The thanks of the editor and the publication committee of the Manchester Historic Association are due to His Honor Mayor Eugene E. Reed, Mr. Edward C. Smith, city clerk, for advice and help, and to all others who have kindly given their support toward publishing these early records of the township of Manchester, formerly incorporated as Derryfield. G. WALDO BROWNE. EDGAR J. KNOWLTON. MARY BELL WILLSON.

WILLIE E. DODGE.

CHARLES B. SPOFFORD.

STATE OF NEW HAMPSHIRE.

HILLSBOROUGH, SS.

I, the undersigned, Chairman of the Publication Committee of the Manchester Historic Association, to whom has been assigned the task of compiling and editing the Early Records of Manchester, N. H., certify that the following transcript of the original books is a true and correct copy. GEORGE WALDO BROWNE.

MANCHESTER, N. H., November 24, 1910. Subscribed and sworn to before me, this twenty-fourth day of November, A. D. 1910.

HARRY T. LORD,

Justice of the Peace.

12

INTRODUCTION.

The seven years, 1829 to 1835, covered by this volume, was a period of comparative indifference to progress, though the spirit of the new order of activity was being felt. The inventory for 1829 gave 196 taxpayers; that for 1835, 231, not including in either case the nonresidents. The taxes for the first year amounted to $932.01 (state, $107.60; county, $73.60; town, $750.81); for the last year, state, $173.50; county, $27.39; town, $853.62; total, $1,054.71.
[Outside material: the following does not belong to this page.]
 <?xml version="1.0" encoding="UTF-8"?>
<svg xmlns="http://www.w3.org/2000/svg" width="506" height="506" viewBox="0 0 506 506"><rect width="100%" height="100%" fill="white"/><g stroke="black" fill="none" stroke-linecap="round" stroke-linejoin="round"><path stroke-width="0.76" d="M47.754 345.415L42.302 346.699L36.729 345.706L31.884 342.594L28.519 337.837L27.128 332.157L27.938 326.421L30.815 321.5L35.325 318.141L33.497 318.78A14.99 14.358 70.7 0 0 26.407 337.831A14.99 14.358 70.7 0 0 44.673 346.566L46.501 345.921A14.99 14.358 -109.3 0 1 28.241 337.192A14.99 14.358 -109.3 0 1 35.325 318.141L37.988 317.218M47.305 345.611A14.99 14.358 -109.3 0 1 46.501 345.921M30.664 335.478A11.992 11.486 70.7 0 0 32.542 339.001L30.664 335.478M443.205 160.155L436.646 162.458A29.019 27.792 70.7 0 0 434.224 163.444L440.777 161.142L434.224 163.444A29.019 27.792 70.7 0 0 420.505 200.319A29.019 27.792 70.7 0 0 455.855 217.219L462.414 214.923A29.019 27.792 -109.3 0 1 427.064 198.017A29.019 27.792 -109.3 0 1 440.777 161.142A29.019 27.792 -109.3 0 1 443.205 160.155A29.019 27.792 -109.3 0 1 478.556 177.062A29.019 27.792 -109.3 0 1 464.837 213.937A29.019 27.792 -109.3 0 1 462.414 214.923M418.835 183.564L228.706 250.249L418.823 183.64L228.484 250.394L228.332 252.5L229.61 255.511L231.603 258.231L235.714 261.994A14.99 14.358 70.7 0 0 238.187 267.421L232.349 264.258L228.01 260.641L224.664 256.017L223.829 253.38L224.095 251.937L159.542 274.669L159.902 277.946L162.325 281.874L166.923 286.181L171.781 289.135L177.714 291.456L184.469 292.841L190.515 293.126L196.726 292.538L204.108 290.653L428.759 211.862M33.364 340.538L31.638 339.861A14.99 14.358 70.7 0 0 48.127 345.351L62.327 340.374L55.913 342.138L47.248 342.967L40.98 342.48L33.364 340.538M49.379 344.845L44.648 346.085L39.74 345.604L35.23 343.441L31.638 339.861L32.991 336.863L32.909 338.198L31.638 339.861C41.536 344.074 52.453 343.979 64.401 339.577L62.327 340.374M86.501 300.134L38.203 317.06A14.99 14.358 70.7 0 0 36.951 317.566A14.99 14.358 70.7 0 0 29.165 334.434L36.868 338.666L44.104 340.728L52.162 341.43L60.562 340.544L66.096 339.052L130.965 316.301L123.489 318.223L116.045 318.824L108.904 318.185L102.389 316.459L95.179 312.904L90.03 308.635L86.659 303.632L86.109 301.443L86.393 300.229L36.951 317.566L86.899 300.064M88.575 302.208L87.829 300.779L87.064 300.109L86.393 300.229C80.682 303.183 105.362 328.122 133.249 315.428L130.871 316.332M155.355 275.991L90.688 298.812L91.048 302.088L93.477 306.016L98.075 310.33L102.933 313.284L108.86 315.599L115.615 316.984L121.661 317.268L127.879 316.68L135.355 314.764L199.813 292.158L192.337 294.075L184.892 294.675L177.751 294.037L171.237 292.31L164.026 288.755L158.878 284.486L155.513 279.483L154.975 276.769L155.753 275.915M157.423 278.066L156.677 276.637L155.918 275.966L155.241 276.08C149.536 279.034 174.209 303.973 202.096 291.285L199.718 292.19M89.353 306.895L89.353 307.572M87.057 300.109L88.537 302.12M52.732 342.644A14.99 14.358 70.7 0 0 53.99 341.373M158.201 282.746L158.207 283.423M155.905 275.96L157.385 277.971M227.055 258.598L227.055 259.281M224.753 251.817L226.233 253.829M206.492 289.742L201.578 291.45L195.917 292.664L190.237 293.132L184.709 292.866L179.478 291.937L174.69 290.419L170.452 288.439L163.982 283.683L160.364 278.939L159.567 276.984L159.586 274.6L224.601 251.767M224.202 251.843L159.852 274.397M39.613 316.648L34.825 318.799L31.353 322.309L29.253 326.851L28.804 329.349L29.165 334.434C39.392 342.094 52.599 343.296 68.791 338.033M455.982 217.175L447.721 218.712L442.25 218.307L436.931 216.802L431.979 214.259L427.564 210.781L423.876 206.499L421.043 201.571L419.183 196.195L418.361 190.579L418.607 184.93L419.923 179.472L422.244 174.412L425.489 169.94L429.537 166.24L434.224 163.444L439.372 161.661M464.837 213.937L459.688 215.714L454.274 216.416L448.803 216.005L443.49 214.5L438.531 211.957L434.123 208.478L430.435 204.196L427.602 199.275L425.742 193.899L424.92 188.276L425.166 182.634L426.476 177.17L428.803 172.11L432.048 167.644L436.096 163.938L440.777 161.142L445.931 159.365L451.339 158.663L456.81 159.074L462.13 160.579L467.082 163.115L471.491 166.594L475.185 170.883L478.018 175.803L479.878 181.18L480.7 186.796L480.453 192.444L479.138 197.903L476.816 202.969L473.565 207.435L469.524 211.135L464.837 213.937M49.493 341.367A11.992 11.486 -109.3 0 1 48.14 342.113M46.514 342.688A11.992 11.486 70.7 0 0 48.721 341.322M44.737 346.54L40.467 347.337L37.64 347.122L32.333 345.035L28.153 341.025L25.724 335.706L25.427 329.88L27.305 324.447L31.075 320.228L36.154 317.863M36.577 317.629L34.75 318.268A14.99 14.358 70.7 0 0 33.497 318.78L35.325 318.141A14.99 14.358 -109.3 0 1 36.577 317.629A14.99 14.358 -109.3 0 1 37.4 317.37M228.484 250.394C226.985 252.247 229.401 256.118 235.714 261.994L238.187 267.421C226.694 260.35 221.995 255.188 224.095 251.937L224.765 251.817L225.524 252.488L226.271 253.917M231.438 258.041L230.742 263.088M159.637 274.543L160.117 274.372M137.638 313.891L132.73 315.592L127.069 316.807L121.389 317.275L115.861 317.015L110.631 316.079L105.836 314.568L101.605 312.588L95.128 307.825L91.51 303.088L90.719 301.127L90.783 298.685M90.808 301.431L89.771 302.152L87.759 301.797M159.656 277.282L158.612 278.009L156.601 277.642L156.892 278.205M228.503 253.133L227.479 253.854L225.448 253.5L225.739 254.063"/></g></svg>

If the increase of population and business was slight, it could be already seen that it trended towards the settlement about the Falls, which awakened feelings of jealousy and rivalry on the part of those living in other parts of the town. An attempt to repair the old meetinghouse and make of it a townhouse was voted down by those from "the new village" in 1832. Two years later the matter again came up for consideration and was rejected, but in 1836 a vote was taken to that effect.

Boating on the Merrimack may be said to have reached its greatest volume during this period. Frederick G. Stark was agent of the boating company the entire time, or from 1822 to 1837. His books show that for the month of October, 1831, the river traffic amounted to $1,598.65. The quickest round trip from the Piscataquog river to Boston ever made on the river was in 1833, when Samuel Hall, John Ray, and Joseph M. Rowell performed the feat in four days. In 1833 the Proprietors of Amoskeag Canal were first taxed for $18,000, and this was repeated with different amounts the two years following. It seems that this tax was not forthcoming, for in 1834 the town voted to collect the same, though there is no record to show the result.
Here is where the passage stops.